Die Geschichte der antimikrobiellen Peptid (AMP)-Forschung an der Kieler Hautklinik wurde durch die Entdeckungen von Michael Zasloff inspiriert, der bereits 1987 zeigte, dass die Haut von Fröschen durch AMPs geschützt wird [1]. Basierend auf diesen Erkenntnissen gingen wir in der Kieler Universitäts-Hautklinik (damaliger Direktor Prof. Dr. Enno Christophers) ab 1996 unter der wissenschaftlichen Leitung von Prof. Dr. Jens-Michael Schröder gezielt der Frage nach, ob auch die Haut des Menschen in der Lage ist, AMPs zu produzieren. Dabei entpuppten sich insbesondere Psoriasis-Schuppen als reiche Quelle von AMPs [2]. Die Abundanz von AMPs in Psoriasis-Plaques mag mit erklären, warum es bei Psoriasis-Patienten trotz der zerstörten Hautbarriere nicht gehäuft zu Hautinfektionen kommt [3]. So konnten an der Kieler Hautklinik zwei neue AMPs aus der Klasse der humanen Beta-Defensine (hBDs) entdeckt werden: hBD-2 und hBD-3 [4] [5]. Das Besondere an diesen beiden Molekülen ist, dass deren Expression in der Haut, insbesondere in Keratinozyten, im Rahmen von Entzündungsprozessen, Infektionen und Wunden extrem hochgeregelt sein kann [6] [7] [8]. Aber auch AMPs, die in der gesunden Haut abundant exprimiert werden, wie z. B. RNase 7 und Psoriasin, konnten in der Kieler-Hautklinik identifiziert werden [9] [10] und stehen nach wie vor im Fokus der AMP-Forschung an der Kieler Hautklinik.
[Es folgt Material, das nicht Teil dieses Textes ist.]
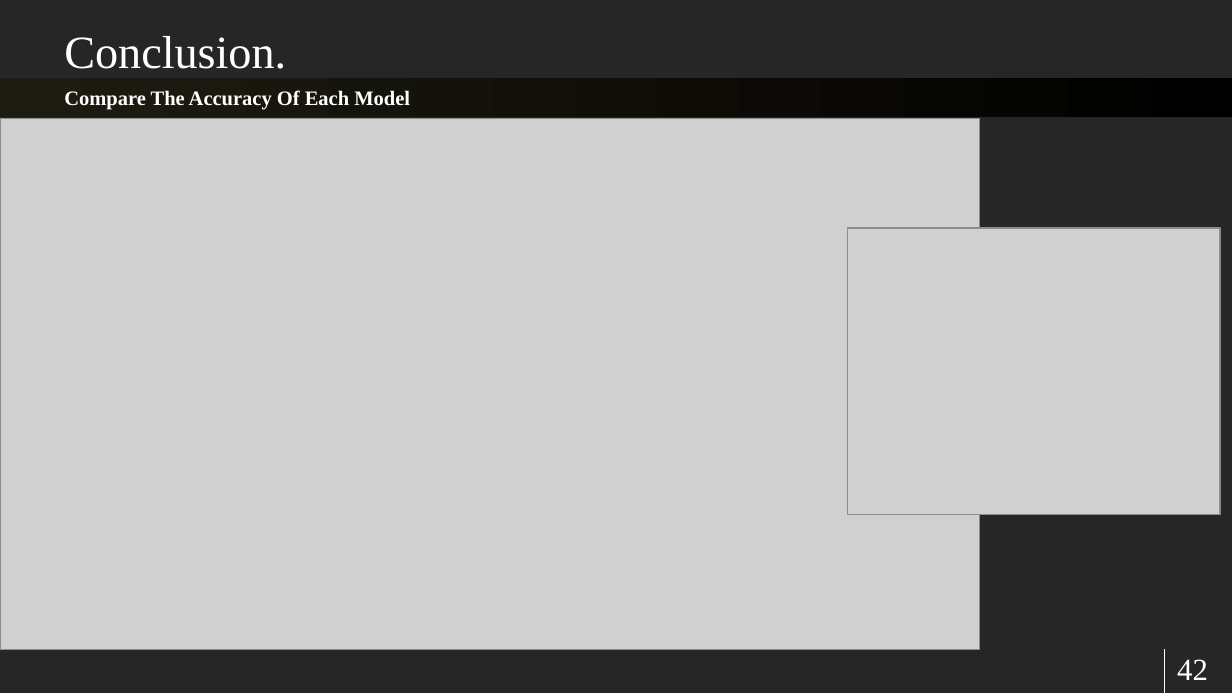
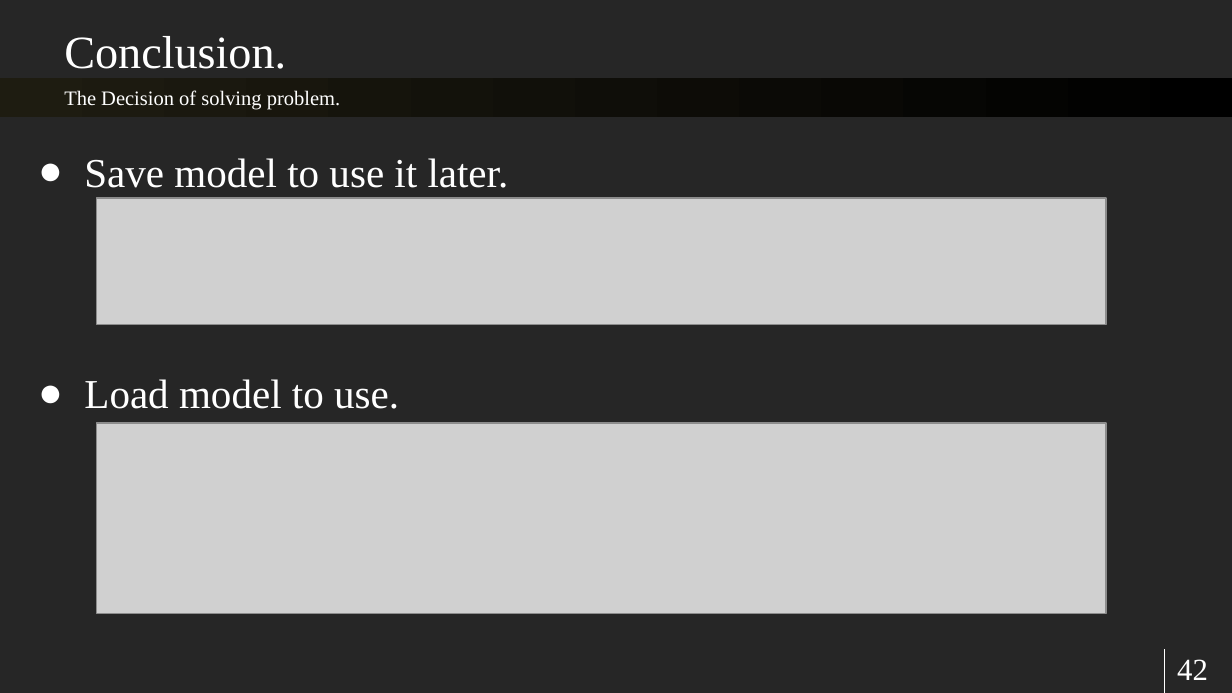
Before and after one commit to sherifRoshdy/Machine-learning-project, a slide deck: slide 42 of Presentation/final ml.pptx. Drawn at 1232x693 pixels with LibreOffice and Linux fonts; fonts in the diff are those of the drawing; grey boxes stand for pictures. Boxes give left, top, right and bottom in pixels: in the first picture for what was removed or moved away, otherwise in the second. Text is boxed around its words. In the diff, an @@ line names an element or a change of style, - is before the commit and + after.

```diff
--- a/Presentation/final ml.pptx
+++ b/Presentation/final ml.pptx
@@ text at [64,90,340,110]: text changed; bold off @@
-Compare The Accuracy Of Each Model
+The Decision of solving problem.
@@ text added at [84,158,509,409], 24 pt, text #FFFFFF @@
+● Save model to use it later.
+● Load model to use.
@@ picture: place and size @@
-picture at [0,118,979,649]
+picture at [96,198,1105,325]
@@ picture removed at [848,228,1220,515] @@
@@ picture added at [96,423,1105,612] @@
```
Also in this commit, not shown: 15 other slides changed, 2 slides added, 2 slides removed, 1 other file.

AMPs spielen nicht nur eine Rolle als antibakterielle Faktoren, bei einigen AMPs wurde auch potente Aktivität gegen Pilze beobachtet. Diese antifungale Aktivität steht auch im Interesse der hiesigen AMP-Forschung. So konnte beispielsweise in mehreren Publikationen kürzlich gezeigt werden, dass die AMPs hBD-2, hBD-3, RNase 7 und insbesondere Psoriasin eine wichtige Rolle in der kutanen Abwehr zum Schutz vor Infektionen mit Dermatophyten und Aspergillus fumigatus einnehmen [11] [12] [13].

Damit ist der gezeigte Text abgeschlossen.